I'm studying geometry and am having trouble with an exercise problem. As a disclaimer, the material is in Korean and there might be some inaccurate things I got wrong when I translated them over to English.
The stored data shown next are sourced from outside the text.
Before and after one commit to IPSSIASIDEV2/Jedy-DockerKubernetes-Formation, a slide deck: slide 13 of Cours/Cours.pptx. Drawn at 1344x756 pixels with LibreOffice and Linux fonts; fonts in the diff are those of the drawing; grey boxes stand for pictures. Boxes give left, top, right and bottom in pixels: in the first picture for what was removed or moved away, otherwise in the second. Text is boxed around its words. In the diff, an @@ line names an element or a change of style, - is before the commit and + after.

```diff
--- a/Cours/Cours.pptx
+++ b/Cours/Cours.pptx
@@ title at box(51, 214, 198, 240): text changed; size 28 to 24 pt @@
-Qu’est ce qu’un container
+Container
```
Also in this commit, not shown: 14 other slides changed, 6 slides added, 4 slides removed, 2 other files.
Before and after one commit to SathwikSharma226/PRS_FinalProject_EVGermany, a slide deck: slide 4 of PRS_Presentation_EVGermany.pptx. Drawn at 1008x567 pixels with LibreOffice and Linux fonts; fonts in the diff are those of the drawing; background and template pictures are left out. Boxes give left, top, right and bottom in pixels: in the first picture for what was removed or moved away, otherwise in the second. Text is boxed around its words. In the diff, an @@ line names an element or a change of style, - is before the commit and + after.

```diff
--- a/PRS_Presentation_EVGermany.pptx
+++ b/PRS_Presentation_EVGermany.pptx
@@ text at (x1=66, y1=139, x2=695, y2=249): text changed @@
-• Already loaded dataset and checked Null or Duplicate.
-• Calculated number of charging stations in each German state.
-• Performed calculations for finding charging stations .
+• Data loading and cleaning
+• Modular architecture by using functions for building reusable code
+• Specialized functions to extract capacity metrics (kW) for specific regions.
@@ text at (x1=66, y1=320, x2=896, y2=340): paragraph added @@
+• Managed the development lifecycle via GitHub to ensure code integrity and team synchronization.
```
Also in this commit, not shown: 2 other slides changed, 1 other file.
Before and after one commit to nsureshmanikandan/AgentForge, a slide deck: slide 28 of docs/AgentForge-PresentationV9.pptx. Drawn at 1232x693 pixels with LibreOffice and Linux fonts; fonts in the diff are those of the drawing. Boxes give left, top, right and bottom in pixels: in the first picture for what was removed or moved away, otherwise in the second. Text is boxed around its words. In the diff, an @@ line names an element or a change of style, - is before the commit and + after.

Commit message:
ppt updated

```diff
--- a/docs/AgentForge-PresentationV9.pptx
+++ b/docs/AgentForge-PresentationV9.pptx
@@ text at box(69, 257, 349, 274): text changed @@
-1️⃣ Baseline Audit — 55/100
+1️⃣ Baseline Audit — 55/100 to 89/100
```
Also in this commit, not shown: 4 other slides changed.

Anyway, I learned that a Hopf map (or Hopf fibration) $H: \Bbb{S}^3 \rightarrow \Bbb{S}^2$ can be defined as:
$$ \begin{align} H(x, y, z, t) & = (x^2 + y^2 - z^2 - t^2,\ 2(xt + yz),\ 2(yt - xz)) \\ H(z_1, z_2) & = (\vert z_1 \vert^2 - \vert z_2 \vert^2,\ 2z_1 \bar{z_2}) \end{align} $$
where the first equation is where we define $\Bbb{S}^n$ to be:
$$ \begin{align} \Bbb{S}^3 & = \left\{(x, y, z, t) \in \Bbb{R}^4 : x^2 + y^2 + z^2 + t^2 = 1 \right\} \\ \Bbb{S}^2 & = \left\{(x, y, z) \in \Bbb{R}^3 : x^2 + y^2 + z^2 = 1 \right\} \end{align} $$
and the second equation is:
$$ \begin{align} \Bbb{S}^3 & = \left\{(z_1, z_2) \in \Bbb{C}^2 : \vert z_1 \vert^2 + \vert z_2 \vert^2 = 1 \right\} \\ \Bbb{S}^2 & = \left\{(t, z) \in \Bbb{R \times C} : t^2 + \vert z \vert^2 = 1 \right\} \end{align} $$
The exercise problem starts by stating we can also define Hopf maps with quaternions by first defining $\Bbb{S}^3$ and $\Bbb{S}^2$ as follows:
$$ \begin{align} \Bbb{S}^3 & = \left\{q = x + y\mathbf{i} + z\mathbf{j} + k\mathbf{k} \in \Bbb{H} : \Vert q \Vert = 1 \right\} \\ \Bbb{S}^2 & = \left\{p = a\mathbf{i} + b\mathbf{j} + c\mathbf{k} \in \Bbb{H} : \Vert p \Vert = 1 \right\} \\ \\ H(q) & = M_q(\mathbf{i}) = q\mathbf{i} \bar{q} \end{align} $$
and what I have to do is prove that this "image" is a Hopf map.
My approach
First define:
$$ \begin{align} q & = a + b\mathbf{i} + c\mathbf{j} + d\mathbf{k} \\ \bar{q} & = a - b\mathbf{i} - c\mathbf{j} - d\mathbf{k} \end{align} $$
Calculating $q\mathbf{i}\bar{q}$ gives us:
$$ \begin{align} q\mathbf{i} & = -b + a\mathbf{i} + d\mathbf{j} - c\mathbf{k} \\ q\mathbf{i}\bar{q} & = (-b + a\mathbf{i} + d\mathbf{j} - c\mathbf{k})(a - b\mathbf{i} - c\mathbf{j} - d\mathbf{k}) \\ & = -ab + b^2\mathbf{i} + bc\mathbf{j} + bd\mathbf{k} \\ & \phantom{=} + a^2\mathbf{i} + ab - ac\mathbf{k} + ad\mathbf{j} \\ & \phantom{=} + ad\mathbf{j} + bd\mathbf{k} + cd - d^2 \mathbf{i} \\ & \phantom{=} -ac\mathbf{k} + bc\mathbf{j} - c^2\mathbf{i} - cd \\ & = (a^2 + b^2 - c^2 - d^2) \mathbf{i} + 2(ad + bc)\mathbf{j} + 2(bd - ac)\mathbf{k} \end{align} $$
This is where I got stuck. How am I supposed to "prove it's a Hopf map?"